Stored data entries
+ + +

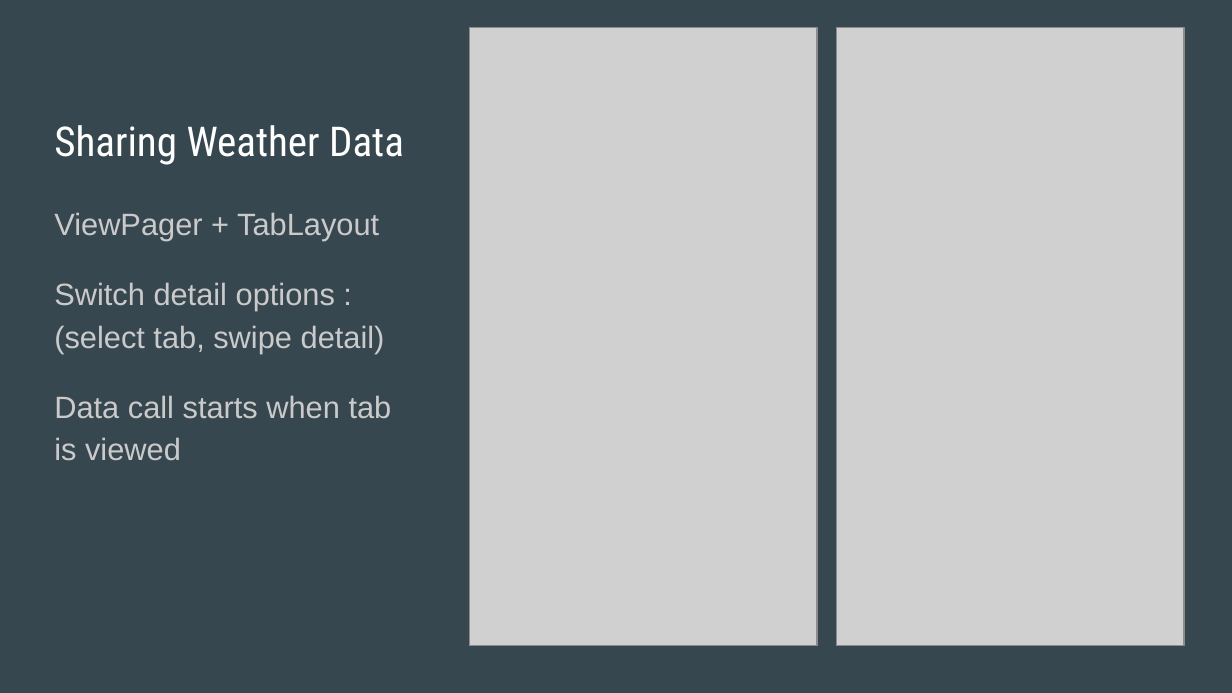
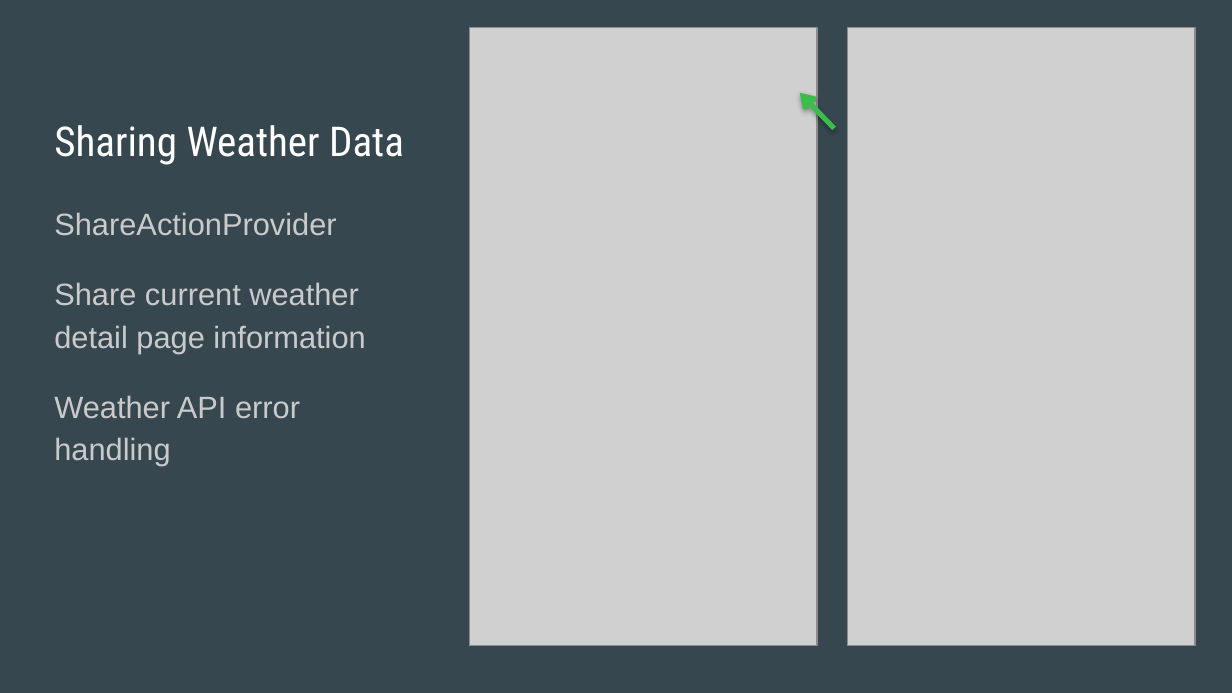
Before and after one commit to laurenyew/WeatherApp, a slide deck: slide 11 of Phunware_Weather_App_Presentation.pptx. Drawn at 1232x693 pixels with LibreOffice and Linux fonts; fonts in the diff are those of the drawing; grey boxes stand for pictures. Boxes give left, top, right and bottom in pixels: in the first picture for what was removed or moved away, otherwise in the second. Text is boxed around its words. In the diff, an @@ line names an element or a change of style, - is before the commit and + after.

```diff
--- a/Phunware_Weather_App_Presentation.pptx
+++ b/Phunware_Weather_App_Presentation.pptx
@@ picture: place and size @@
-picture at (837, 27, 1184, 646)
+picture at (848, 27, 1195, 646)
@@ arrow added from (834, 128) to (800, 92), #3BBD4C 3 pt @@
@@ text at (54, 212, 365, 466): text changed @@
-ViewPager + TabLayout
-Switch detail options :(select tab, swipe detail)
-Data call starts when tab is viewed
+ShareActionProvider
+Share current weather detail page information
+Weather API error handling
```
Also in this commit, not shown: 1 other slide changed.

+ + +

*PROBLEM TO SOLVE*. Give the data back exactly, omitting all pictures.

*ANSWER BELOW*.
Before and after one commit to laurenyew/WeatherApp, a slide deck: slide 11 of Phunware_Weather_App_Presentation.pptx. Drawn at 1232x693 pixels with LibreOffice and Linux fonts; fonts in the diff are those of the drawing; grey boxes stand for pictures. Boxes give left, top, right and bottom in pixels: in the first picture for what was removed or moved away, otherwise in the second. Text is boxed around its words. In the diff, an @@ line names an element or a change of style, - is before the commit and + after.

```diff
--- a/Phunware_Weather_App_Presentation.pptx
+++ b/Phunware_Weather_App_Presentation.pptx
@@ picture: place and size @@
-picture at (837, 27, 1184, 646)
+picture at (848, 27, 1195, 646)
@@ arrow added from (834, 128) to (800, 92), #3BBD4C 3 pt @@
@@ text at (54, 212, 365, 466): text changed @@
-ViewPager + TabLayout
-Switch detail options :(select tab, swipe detail)
-Data call starts when tab is viewed
+ShareActionProvider
+Share current weather detail page information
+Weather API error handling
```
Also in this commit, not shown: 1 other slide changed.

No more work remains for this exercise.